Homeless Ministries: More than Food

In Latest News, News by Emilyn Giddings

A ban on feeding the homeless population in El Cajon has recently been lifted. The ban was originally claimed to be placed due to a hepatitis A emergency, but many activists speculated the ban may have been a step toward criminalizing homelessness.

PLNU students serve a large homeless population in the streets of downtown San Diego.

Dana Hojsack, Director of Community Ministries, commented saying it seemed as though the ban was to criminalize homelessness. She continues saying, “I’m sure it’s difficult being a lawmaker, so I understand people on both sides of the issue are concerned. I will always try to ere on the side of grace.
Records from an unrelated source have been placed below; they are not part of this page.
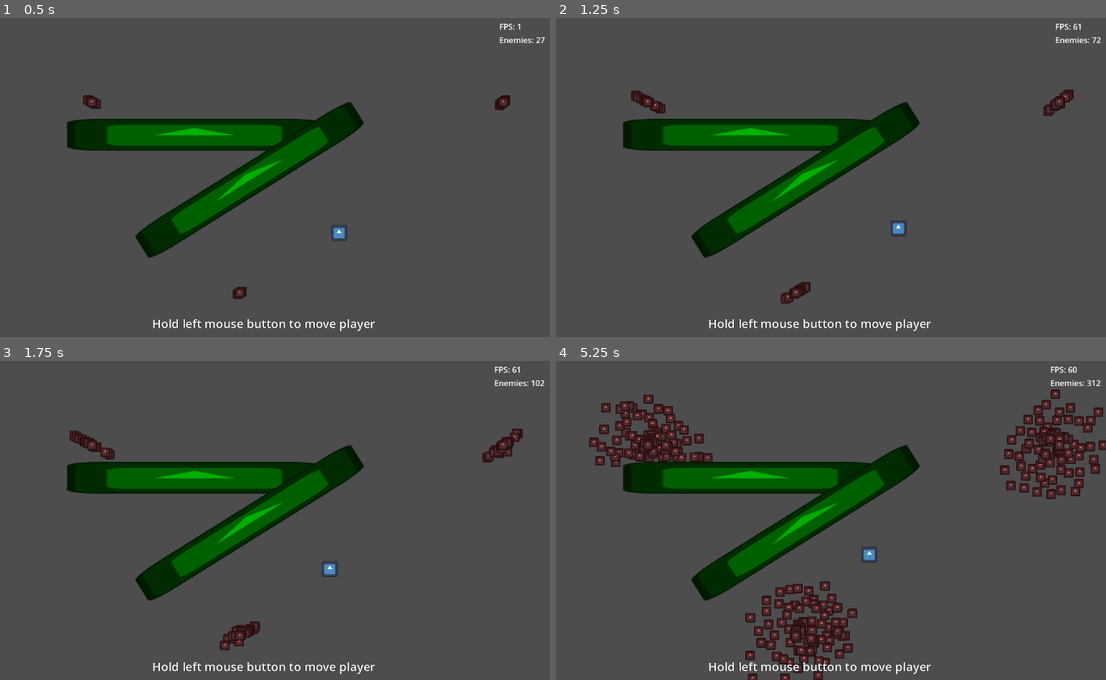
Above: before the commit, frames 1-4 (two rows, left to right).
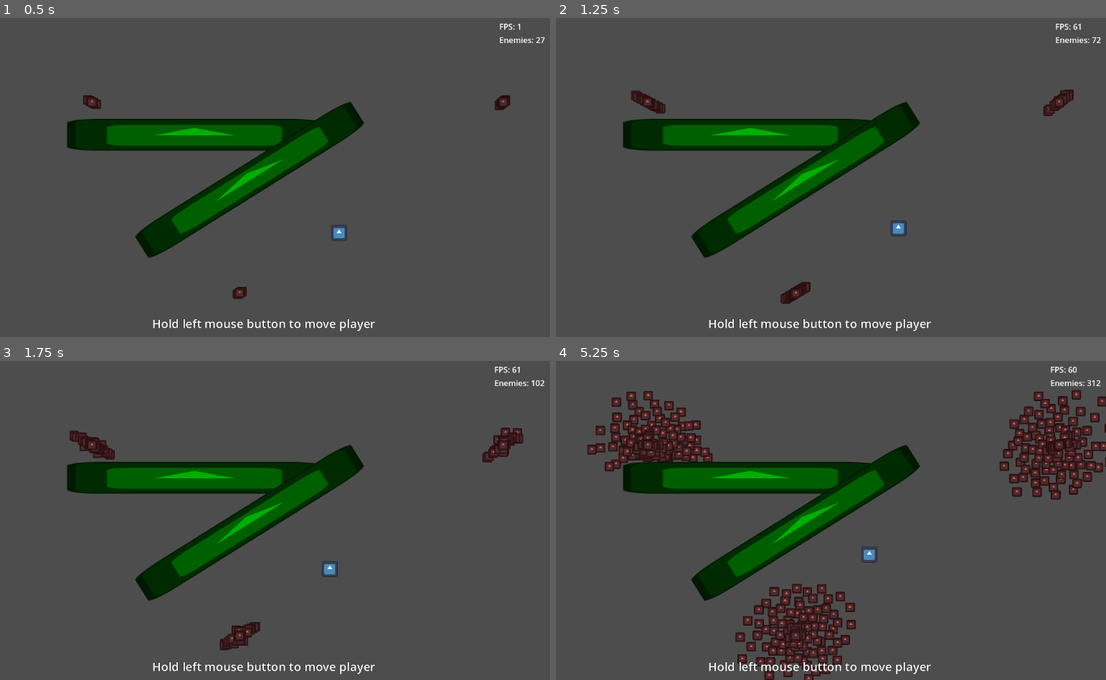
Above: after the commit, the same moments.

Repository: Griiimon/Manymies
Game: Godot game, scene res://main.tscn
The game is run twice, just before and just after one commit, with the same random seed, the same clock (stepped at 60 frames per second) and the same inputs. The engine's default icon, where the game draws it, is replaced by a stand-in: a white triangle on a blue panel in a dark square.
Inputs (mouse positions are in pixels of both pictures, inside the frame that each line leads up to):
- Up to frame 1 (0.5 s): no input
- Up to frame 2 (1.25 s): move the mouse to (946, 161) at 0.52 s; click (946, 161) at 0.67 s
- Up to frame 3 (1.75 s): tap Enter at 1.25 s; move the mouse to (148, 536) at 1.27 s; click (148, 536) at 1.42 s
- Up to frame 4 (5.25 s): move the mouse to (875, 450) at 2.02 s; click (875, 450) at 2.17 s; move the mouse to (792, 584) at 2.77 s; click (792, 584) at 2.92 s; move the mouse to (990, 568) at 3.52 s; click (990, 568) at 3.67 s; move the mouse to (649, 472) at 4.27 s; click (649, 472) at 4.42 s; move the mouse to (847, 520) at 5.02 s; click (847, 520) at 5.17 s

Frame 1 is identical in both runs. In frame 2, less than 0.1% of the frame differs, in the area x 14-95%, y 22-90%; in frame 3, 0.5%; in frame 4, 8.3%, in the area x 5-100%, y 8-100%.

Commit message:
autoload shapecast approach

Diff:
--- a/project.godot
+++ b/project.godot
@@ -18,6 +18,7 @@
 [autoload]
 
 Global="*res://global.gd"
+AutoloadShapecast="*res://solutions/autoload shapecast/autoload_shapecast.tscn"
 
 [layer_names]
 
--- /dev/null
+++ b/solutions/autoload shapecast/autoload_shapecast.gd
@@ -0,0 +1,4 @@
+extends ShapeCast2D
+
+
+var initialized:= false
--- /dev/null
+++ b/solutions/autoload shapecast/autoload_shapecast.tscn
@@ -0,0 +1,8 @@
+[gd_scene load_steps=2 format=3 uid="uid://k2iqime2wgbk"]
+
+[ext_resource type="Script" path="res://solutions/autoload shapecast/autoload_shapecast.gd" id="1_tjufl"]
+
+[node name="Autoload Shapecast" type="ShapeCast2D"]
+exclude_parent = false
+target_position = Vector2(0, 0)
+script = ExtResource("1_tjufl")
--- a/solutions/simple area enemy/simple_area_separation_enemy.gd
+++ b/solutions/simple area enemy/simple_area_separation_enemy.gd
@@ -2,9 +2,6 @@
 extends BaseEnemy
 
 
-# if enabled this will dynamically trigger an intersect_shape()
-# query instead of using the Separation Area node
-@export var dynamic_separation_area: bool= true
 
 # importance of target direction for final velocity
 @export var target_weight: float= 10.0
@@ -34,9 +31,6 @@
 var velocity: Vector2
 var circle_shape: CircleShape2D
 
-# separation query for the outer area
-var query: PhysicsShapeQueryParameters2D
-
 # obstacle collision query for the inner area
 var obstacle_query: PhysicsShapeQueryParameters2D
 
@@ -53,31 +47,22 @@
 
 
 func _ready() -> void:
-	if dynamic_separation_area:
-		# with a "dynamic" separation area we are getting rid off the
-		# Separation Area-node and replace it with an immediate query to the
-		# physics space when we need it. especially useful when skipping
-		# frames, since an Area-node would still be running overlap checks
-		# each frame, but with a query it will only if we say so
 
-		# store the actual shape and get rid off the rest
-		circle_shape= separation_collision_shape.shape
-		separation_area.queue_free()
+	# store the actual shape and get rid off the rest
+	circle_shape= separation_collision_shape.shape
+	separation_area.queue_free()
 
-		# pre-building the query. each time we run it we need to
-		# update the position ( transform.origin ) in the query to
-		# our current position
-		query= PhysicsShapeQueryParameters2D.new()
-		query.collide_with_bodies= false
-		query.collide_with_areas= true
-		query.collision_mask= Global.ENEMY_COLLISION_LAYER
-		query.shape= circle_shape
-		query.exclude= [(get_node(".") as Area2D).get_rid()]
-		query.transform= Transform2D.IDENTITY
+	# pre-building the query. each time we run it we need to
+	# update the position ( transform.origin ) in the query to
+	# our current position
 
-	else:
-		assert(separation_collision_shape.shape is CircleShape2D)
-		(separation_collision_shape.shape as CircleShape2D).radius= separation_radius
+	if not AutoloadShapecast.initialized:
+		AutoloadShapecast.collide_with_bodies= false
+		AutoloadShapecast.collide_with_areas= true
+		AutoloadShapecast.collision_mask= Global.ENEMY_COLLISION_LAYER
+		AutoloadShapecast.shape= circle_shape
+		AutoloadShapecast.max_results= max_intersect_results
+		AutoloadShapecast.initialized= true
 
 	# pre-building the obstacle query
 	obstacle_query= PhysicsShapeQueryParameters2D.new()
@@ -143,26 +128,23 @@
 func get_overlapping_area_positions()-> Array[Vector2]:
 	var result: Array[Vector2]= []
 
-	if dynamic_separation_area:
 		# update the position for our dynamic query, since it isn't
 		# linked to our node in any way
 
-		query.transform.origin= position
+	AutoloadShapecast.position= position
+	AutoloadShapecast.force_update_transform()
+	#AutoloadShapecast.clear_exceptions()
+	#AutoloadShapecast.add_exception(get_node("."))
+	AutoloadShapecast.force_shapecast_update()
 
-		# look for intersecting shapes, which means looking for all overlaps
-		# between our Separation Shape and other enemies root Area.
-		# the amount of results can be tweaked with "max_intersect_results":
-		# - with more results the separation becomes more precise, potentially
-		# accounting for more nearby enemies.
-		# - less results should mean more performance
-		var query_result= get_world_2d().direct_space_state.intersect_shape(query, max_intersect_results)
-
-		if query_result:
-			for item in query_result:
-				result.append(item.collider.position)
-	else:
-		for area in separation_area.get_overlapping_areas():
-			result.append(area.position)
+	# look for intersecting shapes, which means looking for all overlaps
+	# between our Separation Shape and other enemies root Area.
+	# the amount of results can be tweaked with "max_intersect_results":
+	# - with more results the separation becomes more precise, potentially
+	# accounting for more nearby enemies.
+	# - less results should mean more performance
+	for i in AutoloadShapecast.get_collision_count():
+			result.append(AutoloadShapecast.get_collider(i).position)
 
 	return result

They need something and this isn’t going to solely all their problems because it’s a bigger issue, but it’s going to do something.”

Jackson Wise, junior non-profit business major, and Morgan Becker, junior theology major, are leaders in homeless ministries.

When it came to the possibility of outlawing homelessness, Becker stated, “they do not desire to be homeless but those are the cards that life has currently dealt them. They are human beings that are going through really difficult times. They are not criminals.”

“Many try to get out of homelessness,” said Wise, “and the cards are stacked against them.”

The focus of the previous ban was on sanitation, which our homeless ministry takes very seriously. The volunteers do food handlers training through Sodexo to prepare food properly.

“All our volunteers have to wear gloves,” says Wise. “We pass out hand wipes before and after [passing out food] and have hand sanitizer if anyone needs some.”

“We take it very seriously,” says Becker. “We would never want our friends downtown to ever get any kind of sickness from the food that we are serving them.”

Though feeding the homeless seems like an essential part to the ministry, there is a deeper connection to the people on the streets.

“Though people need food,” says Hojsack, “they also need friendship and relationship, so food, water and coffee kind of gives us an entrée to be able to dialogue and build relationships.”  

“We are there to make relationships,” says Wise. “We just use food as a means to start that conversation.”

“We essentially are going as citizens and followers of Christ,” says Hojsack, “following what God has called us: to serve our neighbors and be available to them. This is a way that we can do it, and our students love the ministry of friendship.”